Within the HEXAnord network, a joint article has been written where Finnish and Swedish Intensive Care Unit nursing notes have been analyzed both qualitatively and quantitatively. The article, Characteristics and Analysis of Finnish and Swedish Clinical Intensive Care Nursing Narratives, was submitted and accepted after a double blind peer-review process to the 2nd Louhi Workshop on Text and Data Mining of Health Documents in L.A., June 5 2010, which is organized by Hercules Dalianis, Martin Hassel, Gunnar Nilsson and Sumithra Velupillai.

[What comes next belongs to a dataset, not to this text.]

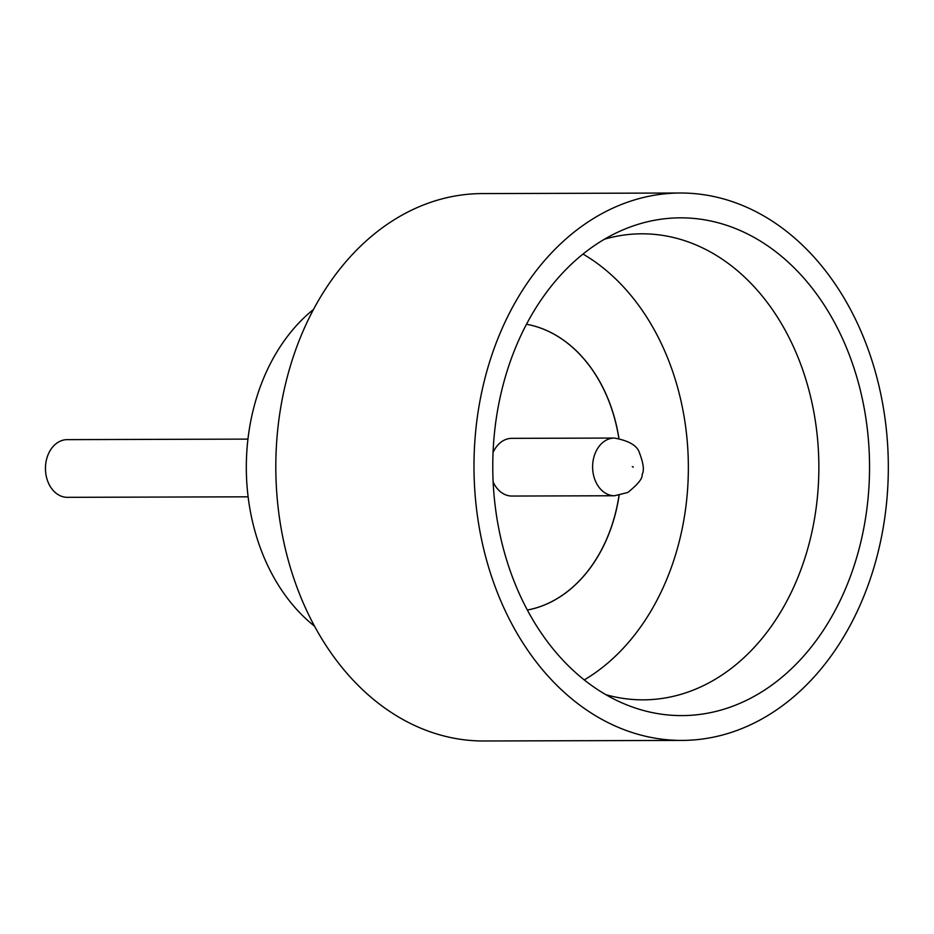 <?xml version="1.0" encoding="UTF-8"?>
<svg xmlns="http://www.w3.org/2000/svg" width="934" height="934" viewBox="0 0 934 934"><rect width="100%" height="100%" fill="white"/><g stroke="black" fill="none" stroke-linecap="round" stroke-linejoin="round"><path stroke-width="1.4" d="M248.105 496.818L67.376 497.332A28.849 21.844 -90.2 0 1 46.7 458.816A28.849 21.844 -90.2 0 1 67.201 439.634L247.942 439.108M858.766 550.103A248.876 188.399 -90.2 0 1 623.352 703.465A248.876 188.399 -90.2 0 1 503.543 383.337A248.876 188.399 -90.2 0 1 621.986 230.301A248.876 188.399 -90.2 0 1 815.732 292.844A248.876 188.399 -90.2 0 1 858.766 550.103M605.862 694.686A233.021 176.398 89.8 0 0 643.164 699.846A233.021 176.398 89.8 0 0 808.786 544.896A233.021 176.398 89.8 0 0 641.81 233.804A233.021 176.398 89.8 0 0 604.543 239.186M584.24 679.929A233.021 176.398 89.8 0 0 678.271 545.269A233.021 176.398 89.8 0 0 583.014 254.06M314.431 626.107A184.932 139.995 -90.2 0 1 254.328 405.601A184.932 139.995 -90.2 0 1 313.52 309.434M681.948 740.417L483.765 740.989A273.709 207.196 -90.2 0 1 287.649 375.585A273.709 207.196 -90.2 0 1 482.189 193.583L680.372 193.011A273.709 207.196 -90.2 0 1 876.489 558.415A273.709 207.196 -90.2 0 1 681.948 740.417A273.709 207.196 -90.2 0 1 485.82 375.013A273.709 207.196 -90.2 0 1 680.372 193.011M619.009 495.394A144.245 109.196 -90.2 0 1 614.829 515.533A144.245 109.196 -90.2 0 1 527.313 610.042M619.114 495.37A144.245 109.196 -90.2 0 1 614.922 515.533A144.245 109.196 -90.2 0 1 527.325 610.054M493.047 452.57A28.849 21.844 -90.2 0 1 511.797 438.35L614.374 438.058A28.849 21.844 -90.2 0 0 593.861 457.24A28.849 21.844 -90.2 0 0 614.537 495.756L511.972 496.047A28.849 21.844 -90.2 0 1 493.129 481.944M618.938 438.408A144.245 109.196 -90.2 0 0 526.496 324.261A144.245 109.196 -90.2 0 1 618.845 438.396M633.345 467.105L632.295 466.603L633.345 467.105M614.537 495.756L627.73 492.487C637.922 484.431 642.72 478.406 642.137 474.425C644.402 470.538 643.468 463.241 639.323 452.535C637.151 445.541 628.839 440.72 614.374 438.058"/></g></svg>

The work has been performed by HEXAnord participants from Finland, Norway, Lithuania and Sweden: Helen Allvin, Elin Carlsson, Hercules Dalianis, Riitta Danielsson-Ojala, Vidas Daudaravi?ius, Martin Hassel, Dimitrios Kokkinakis, Heljä Lundgren-Laine, Gunnar Nilsson, Øystein Nytrø, Sanna Salanterä, Maria Skeppstedt, Hanna Suominen, Sumithra Velupillai.
Abstract:
We present a comparative study of Finnish and Swedish free-text nursing narratives from intensive care. Although the two languages are linguistically very dissimilar, our hypothesis is that there are similarities that are important and interesting from a language technology point of view. This may have implications when building tools to support producing and using health care documentation.
We perform a comparative qualitative analysis based on structure and content, as well as a comparative quantitative analysis on Finnish and Swedish Intensive Care Unit (ICU) nursing narratives. Our findings are that ICU nursing narratives in Finland and Sweden have many properties in common, but that many of these are challenging when it comes to developing language technology tools.